So, does that mean that S3 boxes will have little value then? Only value they would have would be for OTA, right?


----------



## Mike-Wolf (Feb 25, 2013)

Dan203 said:


> Yes, but since all TiVos are automatically updated to the latest version everyone now has the update required to record/play H.264 channels.
> 
> S3/HD units, while capable of decoding H.264 video, will never be updated so they will not support these H.264 channels.


I completely agree which is why I'm nervous about if a TiVo 5 comes out that the TiVo 4 will become EOL soon after and become obsolete since I'd guess software updates will never be made for the S4 immediately after the S5 release day.


----------



## ajwees41 (May 7, 2006)

magnus said:


> So, does that mean that S3 boxes will have little value then? Only value they would have would be for OTA, right?


No cable provider I know is all mpeg4 so the S3's and 1st genHD would still have value.


----------



## magnus (Nov 12, 2004)

ajwees41 said:


> No cable provider I know is all mpeg4 so the S3's and 1st genHD would still have value.


Well, If they take your favorite channel and make it mpeg4 then they are going to be pretty worthless to you.


----------



## Bigg (Oct 31, 2003)

moyekj said:


> Cox is experimenting with H.264 in the 850-1000MHz frequency range for some HD channels and supposedly Premiere units can handle them:
> http://www.tivocommunity.com/tivo-vb/showthread.php?p=8876838#post8876838
> (It's not clear from that screen dump if that channel is encrypted or not but I would guess it is).
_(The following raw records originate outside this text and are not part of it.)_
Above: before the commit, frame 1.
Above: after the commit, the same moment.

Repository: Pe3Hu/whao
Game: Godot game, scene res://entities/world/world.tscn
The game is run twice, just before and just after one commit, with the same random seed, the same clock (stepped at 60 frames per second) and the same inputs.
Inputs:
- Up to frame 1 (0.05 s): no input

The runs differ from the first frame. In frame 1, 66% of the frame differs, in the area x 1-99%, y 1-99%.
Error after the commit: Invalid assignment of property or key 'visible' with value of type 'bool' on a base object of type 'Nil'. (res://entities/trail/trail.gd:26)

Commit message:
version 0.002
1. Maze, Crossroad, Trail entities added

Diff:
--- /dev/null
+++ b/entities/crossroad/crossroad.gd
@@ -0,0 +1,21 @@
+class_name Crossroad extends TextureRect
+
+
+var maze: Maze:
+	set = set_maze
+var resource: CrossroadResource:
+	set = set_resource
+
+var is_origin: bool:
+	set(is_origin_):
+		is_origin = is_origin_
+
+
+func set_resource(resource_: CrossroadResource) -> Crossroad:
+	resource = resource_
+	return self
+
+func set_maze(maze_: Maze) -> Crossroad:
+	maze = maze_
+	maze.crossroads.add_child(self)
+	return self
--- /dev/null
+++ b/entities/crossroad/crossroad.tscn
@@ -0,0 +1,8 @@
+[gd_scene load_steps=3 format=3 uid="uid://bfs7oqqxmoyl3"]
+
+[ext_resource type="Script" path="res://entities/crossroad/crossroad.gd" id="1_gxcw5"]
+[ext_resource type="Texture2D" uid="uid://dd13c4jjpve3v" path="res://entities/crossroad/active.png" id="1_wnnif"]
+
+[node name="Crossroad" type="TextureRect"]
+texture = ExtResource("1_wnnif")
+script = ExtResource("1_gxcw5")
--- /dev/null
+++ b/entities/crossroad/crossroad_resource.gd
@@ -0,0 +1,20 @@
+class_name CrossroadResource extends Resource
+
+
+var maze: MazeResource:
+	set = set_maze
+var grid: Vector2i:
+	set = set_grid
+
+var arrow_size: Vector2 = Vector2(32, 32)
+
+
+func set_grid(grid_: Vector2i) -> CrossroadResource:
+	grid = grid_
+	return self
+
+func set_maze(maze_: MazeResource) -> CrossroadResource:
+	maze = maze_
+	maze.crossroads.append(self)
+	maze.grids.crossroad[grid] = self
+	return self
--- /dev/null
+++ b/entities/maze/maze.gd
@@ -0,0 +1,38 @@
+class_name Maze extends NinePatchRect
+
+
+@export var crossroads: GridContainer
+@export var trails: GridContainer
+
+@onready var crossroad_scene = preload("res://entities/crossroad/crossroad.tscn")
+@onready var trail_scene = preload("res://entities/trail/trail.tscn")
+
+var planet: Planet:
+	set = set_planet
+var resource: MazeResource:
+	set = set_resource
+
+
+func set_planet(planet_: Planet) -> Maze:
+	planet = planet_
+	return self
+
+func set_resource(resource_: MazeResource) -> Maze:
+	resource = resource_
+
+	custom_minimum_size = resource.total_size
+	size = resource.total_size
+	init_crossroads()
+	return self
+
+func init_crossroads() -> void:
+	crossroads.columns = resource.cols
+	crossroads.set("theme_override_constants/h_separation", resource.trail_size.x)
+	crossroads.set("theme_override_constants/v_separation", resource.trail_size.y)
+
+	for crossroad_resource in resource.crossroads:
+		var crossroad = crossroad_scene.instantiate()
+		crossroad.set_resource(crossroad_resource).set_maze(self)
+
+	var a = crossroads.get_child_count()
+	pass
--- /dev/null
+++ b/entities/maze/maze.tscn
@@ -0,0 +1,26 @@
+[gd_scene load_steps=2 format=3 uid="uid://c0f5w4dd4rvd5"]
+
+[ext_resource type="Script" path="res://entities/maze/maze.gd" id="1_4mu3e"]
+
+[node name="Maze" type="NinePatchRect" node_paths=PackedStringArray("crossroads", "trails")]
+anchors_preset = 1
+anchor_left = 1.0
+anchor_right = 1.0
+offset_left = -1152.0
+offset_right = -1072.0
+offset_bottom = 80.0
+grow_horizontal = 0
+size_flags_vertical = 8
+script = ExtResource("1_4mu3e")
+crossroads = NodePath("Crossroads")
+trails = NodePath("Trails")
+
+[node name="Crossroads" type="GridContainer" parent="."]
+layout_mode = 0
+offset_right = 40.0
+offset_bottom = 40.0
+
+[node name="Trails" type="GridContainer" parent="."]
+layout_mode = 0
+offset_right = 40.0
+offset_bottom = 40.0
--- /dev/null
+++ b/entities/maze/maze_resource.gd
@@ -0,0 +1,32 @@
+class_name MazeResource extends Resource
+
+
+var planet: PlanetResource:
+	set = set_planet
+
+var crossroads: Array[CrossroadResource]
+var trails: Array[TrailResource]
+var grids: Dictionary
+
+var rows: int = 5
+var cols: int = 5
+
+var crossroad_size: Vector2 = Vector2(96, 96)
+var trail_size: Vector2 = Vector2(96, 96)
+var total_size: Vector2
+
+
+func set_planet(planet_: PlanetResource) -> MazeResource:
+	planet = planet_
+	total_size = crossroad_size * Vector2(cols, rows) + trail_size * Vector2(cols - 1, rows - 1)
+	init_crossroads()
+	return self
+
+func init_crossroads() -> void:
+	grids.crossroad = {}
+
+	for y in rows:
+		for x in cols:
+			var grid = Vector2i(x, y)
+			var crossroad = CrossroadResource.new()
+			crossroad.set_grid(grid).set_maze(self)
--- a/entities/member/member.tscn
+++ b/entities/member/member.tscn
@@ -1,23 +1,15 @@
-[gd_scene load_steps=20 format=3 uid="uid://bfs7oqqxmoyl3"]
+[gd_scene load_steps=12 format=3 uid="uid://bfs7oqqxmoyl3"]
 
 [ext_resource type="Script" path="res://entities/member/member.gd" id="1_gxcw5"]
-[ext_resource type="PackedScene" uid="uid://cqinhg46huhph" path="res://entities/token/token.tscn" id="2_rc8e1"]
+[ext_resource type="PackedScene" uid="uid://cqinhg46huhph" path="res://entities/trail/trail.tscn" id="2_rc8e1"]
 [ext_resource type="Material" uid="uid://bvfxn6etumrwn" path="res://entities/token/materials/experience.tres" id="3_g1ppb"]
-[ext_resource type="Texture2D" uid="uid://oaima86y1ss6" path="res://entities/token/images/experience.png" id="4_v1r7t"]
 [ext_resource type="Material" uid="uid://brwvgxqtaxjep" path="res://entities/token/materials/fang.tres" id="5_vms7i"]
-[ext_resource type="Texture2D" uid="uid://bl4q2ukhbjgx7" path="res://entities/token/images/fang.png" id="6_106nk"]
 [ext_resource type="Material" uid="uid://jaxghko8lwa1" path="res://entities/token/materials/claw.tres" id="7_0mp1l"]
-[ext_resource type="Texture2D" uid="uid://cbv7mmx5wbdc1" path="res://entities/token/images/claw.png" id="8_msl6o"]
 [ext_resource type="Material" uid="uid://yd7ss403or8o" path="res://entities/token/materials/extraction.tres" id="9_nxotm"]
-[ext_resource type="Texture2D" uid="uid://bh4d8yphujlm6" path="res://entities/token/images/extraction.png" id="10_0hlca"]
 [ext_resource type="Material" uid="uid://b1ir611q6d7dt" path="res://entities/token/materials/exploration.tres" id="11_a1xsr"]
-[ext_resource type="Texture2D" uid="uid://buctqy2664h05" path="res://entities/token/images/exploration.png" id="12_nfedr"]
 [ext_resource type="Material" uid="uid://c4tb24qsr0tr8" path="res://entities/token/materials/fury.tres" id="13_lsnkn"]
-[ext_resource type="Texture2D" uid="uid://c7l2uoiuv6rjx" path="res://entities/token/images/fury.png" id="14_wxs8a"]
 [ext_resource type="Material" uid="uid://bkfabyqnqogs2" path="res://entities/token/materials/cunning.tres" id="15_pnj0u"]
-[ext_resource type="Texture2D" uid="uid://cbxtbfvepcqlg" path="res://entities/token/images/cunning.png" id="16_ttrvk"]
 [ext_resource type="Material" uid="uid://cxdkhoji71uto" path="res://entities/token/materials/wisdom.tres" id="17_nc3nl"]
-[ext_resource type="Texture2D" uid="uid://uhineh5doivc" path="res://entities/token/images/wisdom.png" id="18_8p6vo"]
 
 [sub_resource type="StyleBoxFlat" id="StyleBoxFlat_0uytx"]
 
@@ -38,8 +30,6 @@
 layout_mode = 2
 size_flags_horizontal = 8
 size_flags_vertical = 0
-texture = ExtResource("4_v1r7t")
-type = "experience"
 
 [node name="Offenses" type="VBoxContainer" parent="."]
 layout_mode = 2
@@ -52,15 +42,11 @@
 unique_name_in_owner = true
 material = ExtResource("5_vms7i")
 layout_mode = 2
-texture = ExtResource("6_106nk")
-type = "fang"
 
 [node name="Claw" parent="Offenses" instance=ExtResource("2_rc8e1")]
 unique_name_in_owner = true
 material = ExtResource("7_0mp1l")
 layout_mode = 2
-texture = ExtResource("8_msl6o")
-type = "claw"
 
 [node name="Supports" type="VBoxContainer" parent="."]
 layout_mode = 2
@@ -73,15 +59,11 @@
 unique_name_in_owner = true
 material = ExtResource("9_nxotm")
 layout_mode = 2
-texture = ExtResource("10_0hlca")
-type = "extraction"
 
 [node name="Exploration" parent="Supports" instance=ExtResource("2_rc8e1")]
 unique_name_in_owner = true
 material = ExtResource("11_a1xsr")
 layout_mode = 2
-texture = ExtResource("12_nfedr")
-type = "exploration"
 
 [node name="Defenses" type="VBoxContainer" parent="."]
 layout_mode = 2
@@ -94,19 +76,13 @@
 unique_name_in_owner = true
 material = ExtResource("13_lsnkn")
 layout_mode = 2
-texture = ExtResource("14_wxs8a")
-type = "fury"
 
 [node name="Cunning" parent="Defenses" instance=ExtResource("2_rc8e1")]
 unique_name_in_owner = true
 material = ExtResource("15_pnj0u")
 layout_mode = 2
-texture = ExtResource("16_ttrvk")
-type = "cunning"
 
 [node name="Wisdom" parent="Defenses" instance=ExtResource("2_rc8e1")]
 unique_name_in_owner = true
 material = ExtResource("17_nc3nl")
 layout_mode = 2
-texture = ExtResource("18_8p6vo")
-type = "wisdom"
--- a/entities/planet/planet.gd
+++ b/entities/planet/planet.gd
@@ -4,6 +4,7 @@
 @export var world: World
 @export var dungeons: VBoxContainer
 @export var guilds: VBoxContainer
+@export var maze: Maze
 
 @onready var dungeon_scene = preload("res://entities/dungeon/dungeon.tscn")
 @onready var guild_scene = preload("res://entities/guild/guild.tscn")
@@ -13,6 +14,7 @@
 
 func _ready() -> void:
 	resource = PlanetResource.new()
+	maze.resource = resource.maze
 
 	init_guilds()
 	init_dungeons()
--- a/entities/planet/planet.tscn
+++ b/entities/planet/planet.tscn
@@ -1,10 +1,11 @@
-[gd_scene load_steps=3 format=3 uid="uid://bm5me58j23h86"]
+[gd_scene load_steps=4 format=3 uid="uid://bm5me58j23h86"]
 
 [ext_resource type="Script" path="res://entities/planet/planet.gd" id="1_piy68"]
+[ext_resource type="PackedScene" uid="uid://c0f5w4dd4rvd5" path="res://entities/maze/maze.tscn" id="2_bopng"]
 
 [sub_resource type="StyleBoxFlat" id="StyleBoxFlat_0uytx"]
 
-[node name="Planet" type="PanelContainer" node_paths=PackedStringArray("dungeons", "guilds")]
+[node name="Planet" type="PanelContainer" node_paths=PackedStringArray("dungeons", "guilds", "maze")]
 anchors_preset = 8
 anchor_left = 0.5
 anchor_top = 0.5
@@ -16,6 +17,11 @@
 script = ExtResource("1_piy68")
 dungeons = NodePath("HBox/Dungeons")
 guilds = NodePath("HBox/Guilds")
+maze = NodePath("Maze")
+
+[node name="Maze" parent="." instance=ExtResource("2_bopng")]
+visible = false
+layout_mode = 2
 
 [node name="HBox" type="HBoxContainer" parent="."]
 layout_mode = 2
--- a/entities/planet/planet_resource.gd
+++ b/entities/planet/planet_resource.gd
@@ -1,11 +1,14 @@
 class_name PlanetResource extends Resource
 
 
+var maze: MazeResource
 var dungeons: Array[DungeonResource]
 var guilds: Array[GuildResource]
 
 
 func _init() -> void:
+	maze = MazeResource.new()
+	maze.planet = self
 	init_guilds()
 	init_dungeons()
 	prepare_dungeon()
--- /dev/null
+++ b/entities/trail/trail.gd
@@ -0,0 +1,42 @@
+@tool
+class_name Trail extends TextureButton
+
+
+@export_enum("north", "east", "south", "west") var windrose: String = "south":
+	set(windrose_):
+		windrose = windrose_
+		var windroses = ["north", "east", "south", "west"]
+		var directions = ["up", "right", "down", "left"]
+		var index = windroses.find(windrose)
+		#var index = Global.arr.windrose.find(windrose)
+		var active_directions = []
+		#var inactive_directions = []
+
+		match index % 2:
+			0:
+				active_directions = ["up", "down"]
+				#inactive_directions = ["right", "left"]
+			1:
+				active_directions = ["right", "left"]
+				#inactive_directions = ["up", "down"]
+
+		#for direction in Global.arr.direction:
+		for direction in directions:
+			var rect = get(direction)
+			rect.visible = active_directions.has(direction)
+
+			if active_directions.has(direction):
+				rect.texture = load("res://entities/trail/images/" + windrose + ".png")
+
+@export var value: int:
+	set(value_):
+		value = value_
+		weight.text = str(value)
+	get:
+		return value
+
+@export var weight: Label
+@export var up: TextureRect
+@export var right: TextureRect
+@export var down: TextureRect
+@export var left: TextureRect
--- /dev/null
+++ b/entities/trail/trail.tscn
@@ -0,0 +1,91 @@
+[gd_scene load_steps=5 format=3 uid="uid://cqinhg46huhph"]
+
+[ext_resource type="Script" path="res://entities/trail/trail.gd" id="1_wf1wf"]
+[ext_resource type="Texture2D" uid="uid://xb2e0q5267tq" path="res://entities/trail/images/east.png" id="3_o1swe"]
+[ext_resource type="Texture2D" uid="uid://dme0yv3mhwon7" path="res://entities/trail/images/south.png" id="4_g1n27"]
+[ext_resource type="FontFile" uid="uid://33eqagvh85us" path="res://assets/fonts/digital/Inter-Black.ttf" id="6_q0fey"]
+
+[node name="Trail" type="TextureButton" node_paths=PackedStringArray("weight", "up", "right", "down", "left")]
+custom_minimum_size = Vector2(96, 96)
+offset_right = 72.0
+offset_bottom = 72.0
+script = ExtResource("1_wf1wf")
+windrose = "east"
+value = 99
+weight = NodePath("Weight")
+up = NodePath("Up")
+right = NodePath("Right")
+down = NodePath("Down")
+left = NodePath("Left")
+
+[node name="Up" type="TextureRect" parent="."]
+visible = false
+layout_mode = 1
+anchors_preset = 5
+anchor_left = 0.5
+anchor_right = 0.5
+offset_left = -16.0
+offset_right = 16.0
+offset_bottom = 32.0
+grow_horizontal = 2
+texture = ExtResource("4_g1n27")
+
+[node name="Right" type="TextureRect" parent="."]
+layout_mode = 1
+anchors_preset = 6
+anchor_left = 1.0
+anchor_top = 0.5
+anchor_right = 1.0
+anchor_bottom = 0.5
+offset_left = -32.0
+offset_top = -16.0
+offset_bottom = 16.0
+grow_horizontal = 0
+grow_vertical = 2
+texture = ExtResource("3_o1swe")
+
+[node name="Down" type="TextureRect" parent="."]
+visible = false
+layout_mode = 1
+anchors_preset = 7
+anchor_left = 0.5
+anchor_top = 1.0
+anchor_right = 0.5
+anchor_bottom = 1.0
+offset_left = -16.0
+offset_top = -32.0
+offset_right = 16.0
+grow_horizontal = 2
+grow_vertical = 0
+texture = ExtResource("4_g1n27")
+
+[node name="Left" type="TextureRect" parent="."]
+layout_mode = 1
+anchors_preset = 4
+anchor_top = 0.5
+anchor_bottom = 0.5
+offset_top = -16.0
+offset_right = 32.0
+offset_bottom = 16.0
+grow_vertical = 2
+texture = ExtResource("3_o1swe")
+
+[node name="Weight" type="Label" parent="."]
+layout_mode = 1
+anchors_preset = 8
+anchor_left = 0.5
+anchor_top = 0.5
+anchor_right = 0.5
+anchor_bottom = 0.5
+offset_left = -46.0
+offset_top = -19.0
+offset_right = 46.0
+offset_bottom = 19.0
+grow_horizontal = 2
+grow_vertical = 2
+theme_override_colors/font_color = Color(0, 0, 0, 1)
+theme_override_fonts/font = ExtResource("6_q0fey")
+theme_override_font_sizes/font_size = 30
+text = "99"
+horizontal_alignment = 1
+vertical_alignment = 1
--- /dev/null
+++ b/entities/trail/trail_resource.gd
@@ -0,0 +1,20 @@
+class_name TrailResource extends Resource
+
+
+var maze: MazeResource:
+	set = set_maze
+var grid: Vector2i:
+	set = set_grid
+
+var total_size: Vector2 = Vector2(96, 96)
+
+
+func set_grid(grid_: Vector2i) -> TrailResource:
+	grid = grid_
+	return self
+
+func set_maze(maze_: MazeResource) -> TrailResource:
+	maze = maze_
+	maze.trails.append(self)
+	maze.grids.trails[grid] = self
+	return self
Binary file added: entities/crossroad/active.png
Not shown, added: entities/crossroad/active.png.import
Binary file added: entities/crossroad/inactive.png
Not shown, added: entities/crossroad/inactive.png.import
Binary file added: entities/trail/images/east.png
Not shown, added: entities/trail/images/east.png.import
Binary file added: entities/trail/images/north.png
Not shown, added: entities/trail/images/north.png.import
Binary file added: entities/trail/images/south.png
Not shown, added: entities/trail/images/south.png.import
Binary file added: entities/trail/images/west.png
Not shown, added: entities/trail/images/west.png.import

WHOA... that is not cool, as standard tuners can only go up to 860. VOD or DOCSIS 3 would be fine though.



ajwees41 said:


> No cable provider I know is all mpeg4 so the S3's and 1st genHD would still have value.


Yeah, most are still all MPEG-2.

And why does everyone act like FIOS is not cable? FIOS literally is cable with no internet, VOD or phone eating up bandwidth on the QAM 256 system. It's a pure one-way cable system. Where they change from fiber to coax isn't really relevant to the cable part, even though it very much is for the internet, and indirectly affects the cable by moving a lot of the traffic to IP over fiber... FIOS is also regulated as cable, since technically and legally, it IS cable.


----------



## CoxInPHX (Jan 14, 2011)

Bigg said:


> WHOA... that is not cool, as standard tuners can only go up to 860. VOD or DOCSIS 3 would be fine though.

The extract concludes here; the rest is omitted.